---- Input

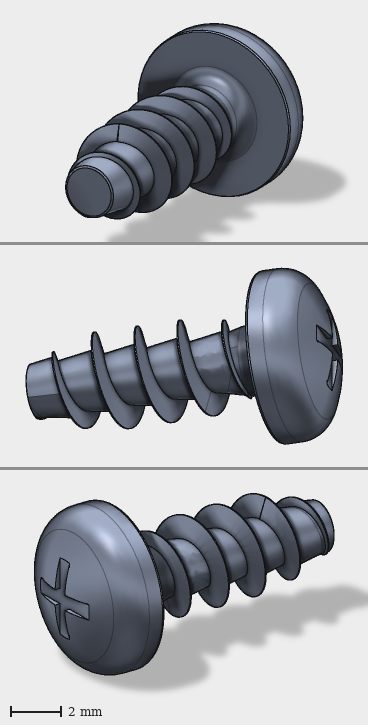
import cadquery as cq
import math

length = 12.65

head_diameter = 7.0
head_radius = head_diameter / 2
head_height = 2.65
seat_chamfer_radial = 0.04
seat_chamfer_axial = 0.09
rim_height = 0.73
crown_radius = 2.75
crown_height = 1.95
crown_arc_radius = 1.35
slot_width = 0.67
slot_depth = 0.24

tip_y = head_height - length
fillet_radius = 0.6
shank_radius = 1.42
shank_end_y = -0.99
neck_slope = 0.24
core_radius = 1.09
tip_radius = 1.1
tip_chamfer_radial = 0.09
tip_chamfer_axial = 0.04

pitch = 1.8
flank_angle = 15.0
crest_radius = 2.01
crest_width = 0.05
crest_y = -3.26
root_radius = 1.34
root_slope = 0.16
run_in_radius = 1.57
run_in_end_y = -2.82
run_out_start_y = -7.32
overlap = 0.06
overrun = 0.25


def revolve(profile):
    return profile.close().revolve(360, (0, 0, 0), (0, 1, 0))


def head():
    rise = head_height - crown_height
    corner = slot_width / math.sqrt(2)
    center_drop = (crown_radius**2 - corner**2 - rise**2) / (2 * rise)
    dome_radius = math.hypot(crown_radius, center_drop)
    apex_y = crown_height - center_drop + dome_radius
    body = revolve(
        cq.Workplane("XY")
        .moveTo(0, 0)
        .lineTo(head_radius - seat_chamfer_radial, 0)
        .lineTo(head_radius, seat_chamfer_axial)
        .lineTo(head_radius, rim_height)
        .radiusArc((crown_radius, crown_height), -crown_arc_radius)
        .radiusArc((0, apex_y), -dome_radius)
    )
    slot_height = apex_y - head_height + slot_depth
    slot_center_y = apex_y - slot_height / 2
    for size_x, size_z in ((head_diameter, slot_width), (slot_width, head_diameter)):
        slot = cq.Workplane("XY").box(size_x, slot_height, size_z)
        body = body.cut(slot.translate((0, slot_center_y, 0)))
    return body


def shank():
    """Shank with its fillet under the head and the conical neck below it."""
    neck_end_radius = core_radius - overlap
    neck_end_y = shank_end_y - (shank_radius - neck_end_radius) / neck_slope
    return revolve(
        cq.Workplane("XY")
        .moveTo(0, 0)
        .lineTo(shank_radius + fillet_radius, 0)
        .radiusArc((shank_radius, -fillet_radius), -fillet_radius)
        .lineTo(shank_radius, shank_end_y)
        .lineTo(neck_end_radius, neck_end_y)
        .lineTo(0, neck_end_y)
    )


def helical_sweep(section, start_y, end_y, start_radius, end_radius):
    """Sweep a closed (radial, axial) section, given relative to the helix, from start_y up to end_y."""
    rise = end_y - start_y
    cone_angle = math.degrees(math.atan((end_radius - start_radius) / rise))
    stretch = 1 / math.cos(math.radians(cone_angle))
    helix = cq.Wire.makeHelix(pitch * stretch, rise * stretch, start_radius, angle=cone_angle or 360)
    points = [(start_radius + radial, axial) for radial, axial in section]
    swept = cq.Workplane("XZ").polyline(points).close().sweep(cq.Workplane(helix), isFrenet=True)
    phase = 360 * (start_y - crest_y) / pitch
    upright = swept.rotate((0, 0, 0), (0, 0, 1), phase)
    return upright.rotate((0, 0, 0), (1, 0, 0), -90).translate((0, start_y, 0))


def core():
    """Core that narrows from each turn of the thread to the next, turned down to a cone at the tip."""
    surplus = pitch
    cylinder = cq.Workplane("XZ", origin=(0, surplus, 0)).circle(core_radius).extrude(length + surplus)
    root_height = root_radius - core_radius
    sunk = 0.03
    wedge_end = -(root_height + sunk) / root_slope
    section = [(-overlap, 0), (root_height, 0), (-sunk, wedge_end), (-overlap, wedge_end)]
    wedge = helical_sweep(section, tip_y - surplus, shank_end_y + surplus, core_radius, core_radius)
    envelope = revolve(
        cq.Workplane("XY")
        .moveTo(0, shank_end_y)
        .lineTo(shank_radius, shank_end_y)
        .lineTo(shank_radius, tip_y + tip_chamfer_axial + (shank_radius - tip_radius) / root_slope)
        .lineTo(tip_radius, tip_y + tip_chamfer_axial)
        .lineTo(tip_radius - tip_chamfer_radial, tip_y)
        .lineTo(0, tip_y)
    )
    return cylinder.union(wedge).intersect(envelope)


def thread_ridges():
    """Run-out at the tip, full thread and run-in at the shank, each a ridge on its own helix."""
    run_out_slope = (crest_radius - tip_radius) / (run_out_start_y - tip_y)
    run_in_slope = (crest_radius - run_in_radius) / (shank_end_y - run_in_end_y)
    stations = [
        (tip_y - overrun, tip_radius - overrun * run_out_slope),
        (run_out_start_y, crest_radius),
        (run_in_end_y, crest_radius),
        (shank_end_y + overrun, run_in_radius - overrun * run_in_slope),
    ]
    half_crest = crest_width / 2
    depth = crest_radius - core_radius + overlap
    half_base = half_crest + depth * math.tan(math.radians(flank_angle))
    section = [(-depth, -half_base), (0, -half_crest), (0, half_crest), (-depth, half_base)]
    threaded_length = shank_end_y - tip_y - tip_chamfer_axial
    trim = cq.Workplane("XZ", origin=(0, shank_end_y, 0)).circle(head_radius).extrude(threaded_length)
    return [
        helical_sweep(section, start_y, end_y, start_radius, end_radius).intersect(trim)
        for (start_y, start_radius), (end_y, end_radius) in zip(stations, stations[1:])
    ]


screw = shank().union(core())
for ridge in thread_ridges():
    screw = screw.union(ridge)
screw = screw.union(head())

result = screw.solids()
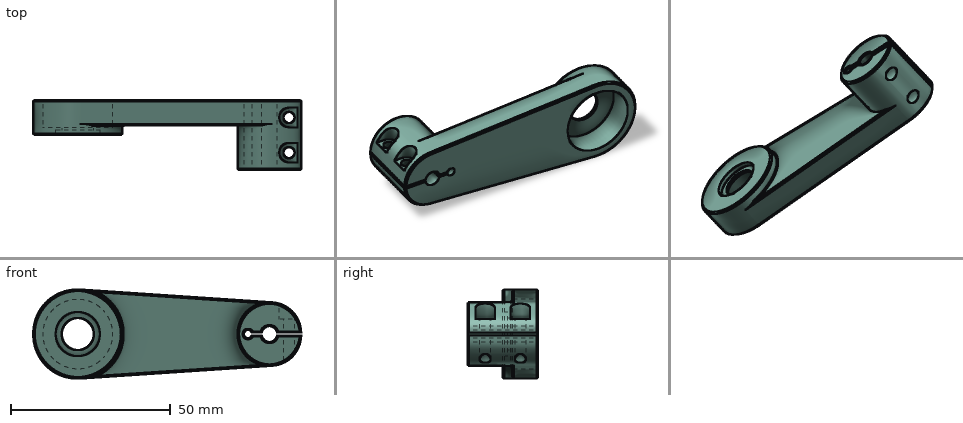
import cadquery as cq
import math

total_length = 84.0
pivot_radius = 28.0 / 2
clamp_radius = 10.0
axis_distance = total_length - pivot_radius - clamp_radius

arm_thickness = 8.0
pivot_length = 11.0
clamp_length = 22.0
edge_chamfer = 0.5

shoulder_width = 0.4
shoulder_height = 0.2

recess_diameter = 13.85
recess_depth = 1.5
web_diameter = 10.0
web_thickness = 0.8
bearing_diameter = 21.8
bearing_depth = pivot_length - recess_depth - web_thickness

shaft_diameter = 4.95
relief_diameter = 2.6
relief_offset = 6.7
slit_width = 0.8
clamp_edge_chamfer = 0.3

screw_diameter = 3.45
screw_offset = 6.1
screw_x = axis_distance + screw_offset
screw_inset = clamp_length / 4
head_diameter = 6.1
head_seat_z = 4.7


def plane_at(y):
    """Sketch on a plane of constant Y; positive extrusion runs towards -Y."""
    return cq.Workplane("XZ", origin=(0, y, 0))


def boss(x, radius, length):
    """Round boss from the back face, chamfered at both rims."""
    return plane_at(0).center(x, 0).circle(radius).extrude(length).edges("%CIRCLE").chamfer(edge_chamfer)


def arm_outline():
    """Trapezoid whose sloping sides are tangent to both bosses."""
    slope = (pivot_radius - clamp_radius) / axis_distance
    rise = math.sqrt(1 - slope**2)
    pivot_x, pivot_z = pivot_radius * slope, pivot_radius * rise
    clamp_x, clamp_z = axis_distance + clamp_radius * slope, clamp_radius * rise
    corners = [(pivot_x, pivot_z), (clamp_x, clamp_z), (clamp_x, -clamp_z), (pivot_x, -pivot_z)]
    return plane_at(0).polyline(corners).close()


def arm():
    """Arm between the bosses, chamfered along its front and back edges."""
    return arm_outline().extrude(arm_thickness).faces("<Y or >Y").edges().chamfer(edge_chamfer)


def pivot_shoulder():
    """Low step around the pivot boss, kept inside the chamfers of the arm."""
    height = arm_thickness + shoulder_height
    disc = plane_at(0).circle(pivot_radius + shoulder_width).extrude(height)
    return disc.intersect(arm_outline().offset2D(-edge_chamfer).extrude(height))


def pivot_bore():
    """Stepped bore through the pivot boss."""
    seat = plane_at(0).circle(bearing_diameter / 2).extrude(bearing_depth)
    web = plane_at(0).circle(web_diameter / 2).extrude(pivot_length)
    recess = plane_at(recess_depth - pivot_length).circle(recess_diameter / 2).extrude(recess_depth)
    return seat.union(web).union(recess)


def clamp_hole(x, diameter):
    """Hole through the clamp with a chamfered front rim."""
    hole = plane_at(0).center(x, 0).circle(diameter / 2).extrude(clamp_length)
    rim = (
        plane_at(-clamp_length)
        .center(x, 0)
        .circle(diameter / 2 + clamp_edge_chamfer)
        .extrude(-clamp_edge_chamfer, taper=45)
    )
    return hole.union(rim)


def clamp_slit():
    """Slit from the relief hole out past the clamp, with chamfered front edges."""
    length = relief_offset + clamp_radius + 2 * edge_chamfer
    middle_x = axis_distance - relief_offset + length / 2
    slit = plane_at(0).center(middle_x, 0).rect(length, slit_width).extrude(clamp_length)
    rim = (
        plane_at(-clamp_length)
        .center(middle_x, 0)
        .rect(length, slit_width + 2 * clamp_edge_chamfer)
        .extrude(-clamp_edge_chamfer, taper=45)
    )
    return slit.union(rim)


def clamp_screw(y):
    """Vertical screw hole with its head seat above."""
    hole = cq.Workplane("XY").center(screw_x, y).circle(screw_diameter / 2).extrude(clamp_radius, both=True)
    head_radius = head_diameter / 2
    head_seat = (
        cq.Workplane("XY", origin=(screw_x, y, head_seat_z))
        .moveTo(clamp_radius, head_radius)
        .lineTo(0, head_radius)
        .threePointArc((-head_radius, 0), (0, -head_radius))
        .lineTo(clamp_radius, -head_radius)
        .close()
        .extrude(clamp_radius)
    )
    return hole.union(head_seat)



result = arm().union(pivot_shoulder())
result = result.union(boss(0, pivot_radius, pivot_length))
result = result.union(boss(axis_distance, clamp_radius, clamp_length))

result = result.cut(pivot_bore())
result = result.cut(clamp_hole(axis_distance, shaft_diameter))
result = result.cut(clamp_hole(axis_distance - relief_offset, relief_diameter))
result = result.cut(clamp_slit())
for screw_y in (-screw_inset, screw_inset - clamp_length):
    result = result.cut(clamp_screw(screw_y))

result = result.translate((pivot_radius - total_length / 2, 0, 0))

--------
---- Input

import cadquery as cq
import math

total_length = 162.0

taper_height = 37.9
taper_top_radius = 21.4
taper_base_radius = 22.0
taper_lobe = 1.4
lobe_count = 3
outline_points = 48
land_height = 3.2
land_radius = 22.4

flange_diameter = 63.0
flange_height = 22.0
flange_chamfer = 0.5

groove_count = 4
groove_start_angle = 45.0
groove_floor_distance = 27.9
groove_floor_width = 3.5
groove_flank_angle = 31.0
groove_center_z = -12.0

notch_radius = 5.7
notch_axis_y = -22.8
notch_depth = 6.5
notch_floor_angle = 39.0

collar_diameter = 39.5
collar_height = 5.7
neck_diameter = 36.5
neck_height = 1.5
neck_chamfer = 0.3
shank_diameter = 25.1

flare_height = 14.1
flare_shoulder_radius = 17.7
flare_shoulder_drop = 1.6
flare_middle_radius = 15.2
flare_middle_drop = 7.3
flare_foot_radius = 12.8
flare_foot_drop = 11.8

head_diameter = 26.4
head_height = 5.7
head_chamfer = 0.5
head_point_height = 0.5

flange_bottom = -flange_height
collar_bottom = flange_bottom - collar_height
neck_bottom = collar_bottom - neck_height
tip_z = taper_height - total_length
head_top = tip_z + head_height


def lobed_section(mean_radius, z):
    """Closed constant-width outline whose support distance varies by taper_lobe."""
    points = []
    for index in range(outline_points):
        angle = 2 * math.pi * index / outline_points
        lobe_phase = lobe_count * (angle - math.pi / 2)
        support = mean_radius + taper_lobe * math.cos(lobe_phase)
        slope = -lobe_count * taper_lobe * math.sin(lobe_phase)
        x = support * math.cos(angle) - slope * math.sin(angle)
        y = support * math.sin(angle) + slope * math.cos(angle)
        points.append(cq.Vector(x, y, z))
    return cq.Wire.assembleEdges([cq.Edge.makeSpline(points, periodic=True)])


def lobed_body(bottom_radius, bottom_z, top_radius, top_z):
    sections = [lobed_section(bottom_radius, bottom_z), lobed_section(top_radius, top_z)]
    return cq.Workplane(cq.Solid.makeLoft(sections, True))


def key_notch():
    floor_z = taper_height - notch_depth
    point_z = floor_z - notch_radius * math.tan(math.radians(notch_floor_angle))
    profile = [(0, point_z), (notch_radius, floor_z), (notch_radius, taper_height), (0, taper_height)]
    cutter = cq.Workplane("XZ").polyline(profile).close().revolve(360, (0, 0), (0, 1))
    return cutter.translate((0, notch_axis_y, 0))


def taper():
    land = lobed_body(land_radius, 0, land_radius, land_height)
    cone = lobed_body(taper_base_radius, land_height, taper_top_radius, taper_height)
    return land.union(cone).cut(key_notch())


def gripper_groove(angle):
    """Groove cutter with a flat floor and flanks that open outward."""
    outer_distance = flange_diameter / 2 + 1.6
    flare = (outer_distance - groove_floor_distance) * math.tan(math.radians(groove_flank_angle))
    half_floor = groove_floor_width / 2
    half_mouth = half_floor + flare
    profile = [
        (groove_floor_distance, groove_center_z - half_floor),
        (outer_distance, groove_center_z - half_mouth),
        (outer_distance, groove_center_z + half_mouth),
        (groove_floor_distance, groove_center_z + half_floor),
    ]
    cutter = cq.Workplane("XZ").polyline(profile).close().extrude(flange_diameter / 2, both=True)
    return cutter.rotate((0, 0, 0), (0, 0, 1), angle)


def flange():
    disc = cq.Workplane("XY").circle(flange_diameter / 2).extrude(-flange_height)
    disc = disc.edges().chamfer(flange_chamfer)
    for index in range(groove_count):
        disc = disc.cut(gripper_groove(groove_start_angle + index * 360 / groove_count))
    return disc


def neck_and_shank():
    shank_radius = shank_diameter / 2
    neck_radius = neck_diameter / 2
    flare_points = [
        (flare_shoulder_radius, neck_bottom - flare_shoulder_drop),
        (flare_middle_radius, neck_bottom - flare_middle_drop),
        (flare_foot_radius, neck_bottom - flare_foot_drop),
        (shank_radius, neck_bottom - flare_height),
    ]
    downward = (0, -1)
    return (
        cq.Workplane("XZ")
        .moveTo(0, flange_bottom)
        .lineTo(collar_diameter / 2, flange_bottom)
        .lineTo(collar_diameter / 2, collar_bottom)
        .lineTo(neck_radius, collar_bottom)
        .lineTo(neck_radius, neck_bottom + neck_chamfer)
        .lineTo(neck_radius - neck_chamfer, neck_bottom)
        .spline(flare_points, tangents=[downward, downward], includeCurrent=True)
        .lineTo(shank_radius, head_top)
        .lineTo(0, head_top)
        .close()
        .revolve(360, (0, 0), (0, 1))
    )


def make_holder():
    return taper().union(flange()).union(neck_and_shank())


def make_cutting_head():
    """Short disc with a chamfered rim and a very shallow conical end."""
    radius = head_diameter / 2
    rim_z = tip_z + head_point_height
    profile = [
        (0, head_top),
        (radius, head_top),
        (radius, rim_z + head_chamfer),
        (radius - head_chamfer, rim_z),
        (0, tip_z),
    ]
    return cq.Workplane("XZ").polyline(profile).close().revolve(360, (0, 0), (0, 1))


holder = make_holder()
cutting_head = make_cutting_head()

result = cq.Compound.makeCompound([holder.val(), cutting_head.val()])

--------
---- Input

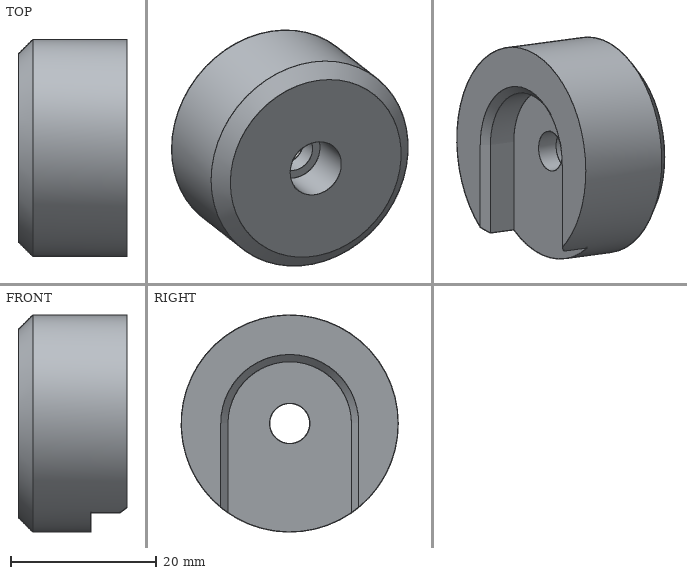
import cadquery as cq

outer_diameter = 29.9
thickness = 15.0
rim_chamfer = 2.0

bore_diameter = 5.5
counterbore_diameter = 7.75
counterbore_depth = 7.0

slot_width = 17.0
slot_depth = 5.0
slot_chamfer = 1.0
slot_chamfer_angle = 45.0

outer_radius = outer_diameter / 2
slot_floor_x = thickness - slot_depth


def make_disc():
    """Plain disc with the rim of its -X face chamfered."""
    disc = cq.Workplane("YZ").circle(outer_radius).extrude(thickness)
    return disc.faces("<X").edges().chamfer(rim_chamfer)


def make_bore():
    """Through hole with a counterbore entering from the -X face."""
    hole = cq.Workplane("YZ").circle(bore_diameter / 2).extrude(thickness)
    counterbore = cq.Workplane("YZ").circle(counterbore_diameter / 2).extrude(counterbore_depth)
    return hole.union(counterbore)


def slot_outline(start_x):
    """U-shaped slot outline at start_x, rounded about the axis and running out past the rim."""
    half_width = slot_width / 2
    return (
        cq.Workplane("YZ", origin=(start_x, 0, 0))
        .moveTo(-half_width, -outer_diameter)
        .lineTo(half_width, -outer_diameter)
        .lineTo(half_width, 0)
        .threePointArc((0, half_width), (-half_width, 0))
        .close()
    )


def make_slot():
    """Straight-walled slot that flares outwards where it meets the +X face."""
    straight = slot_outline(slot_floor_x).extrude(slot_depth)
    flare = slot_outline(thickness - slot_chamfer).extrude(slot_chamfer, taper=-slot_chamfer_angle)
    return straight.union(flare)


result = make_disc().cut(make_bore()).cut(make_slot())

--------

*Task to carry out:* Take the lines above from the one containing "neck_chamfer = 0.3" to the one containing "head_chamfer = 0.5" and retype them exactly, both ends included, with nothing added.

*Your solution:*
neck_chamfer = 0.3
shank_diameter = 25.1

flare_height = 14.1
flare_shoulder_radius = 17.7
flare_shoulder_drop = 1.6
flare_middle_radius = 15.2
flare_middle_drop = 7.3
flare_foot_radius = 12.8
flare_foot_drop = 11.8

head_diameter = 26.4
head_height = 5.7
head_chamfer = 0.5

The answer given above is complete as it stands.